What you will do –
Give the number of lines in the data below that contain "Texture", and only that number.

Items from a data source:
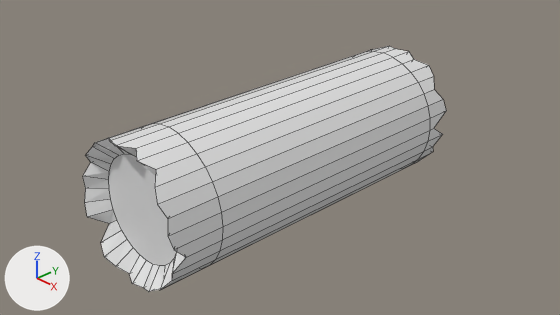
An edit to the Blender file js/Models/Log_Base.blend, drawn before and after from the same camera.
Rendered twice from the file's camera 'Camera'. Arrows for +X, +Y and +Z are at lower left; the lights stay in place. Mesh edges are drawn as thin lines.
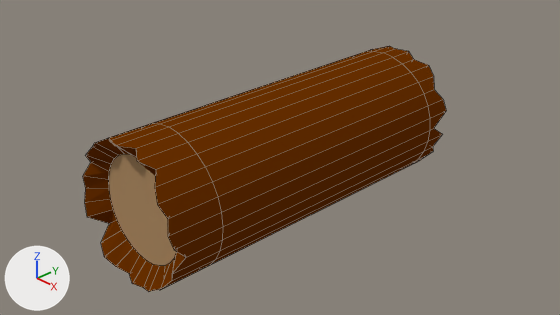
The change, as a diff of the scene's bpy script:
```diff
--- a/js/Models/Log_Base.blend.py
+++ b/js/Models/Log_Base.blend.py
@@ mat_material_001 @@
 n1 = _N.new('ShaderNodeBsdfPrincipled'); n1.name = 'Principled BSDF'
 n1.subsurface_method = 'BURLEY'
+n1.inputs[13].default_value = 0.0  # 'Specular IOR Level'
 n2 = _N.new('ShaderNodeTexImage'); n2.name = 'Image Texture'
 n2.image = img_material_001_roughness
+n3 = _N.new('ShaderNodeTexImage'); n3.name = 'Image Texture.001'
+n3.image = img_material_001_roughness
 _L.new(n1.outputs[0], n0.inputs[0])  # 'BSDF' to 'Surface'
 _L.new(n2.outputs[0], n1.inputs[2])  # 'Color' to 'Roughness'
+_L.new(n3.outputs[0], n1.inputs[0])  # 'Color' to 'Base Color'
```

What differs and where, as boxes [x1, y1, x2, y2] in the pictures (560 x 315 px):
'Cylinder', surface changed (grey to brown): [83, 46, 446, 292] in both

Answer for this exercise –
2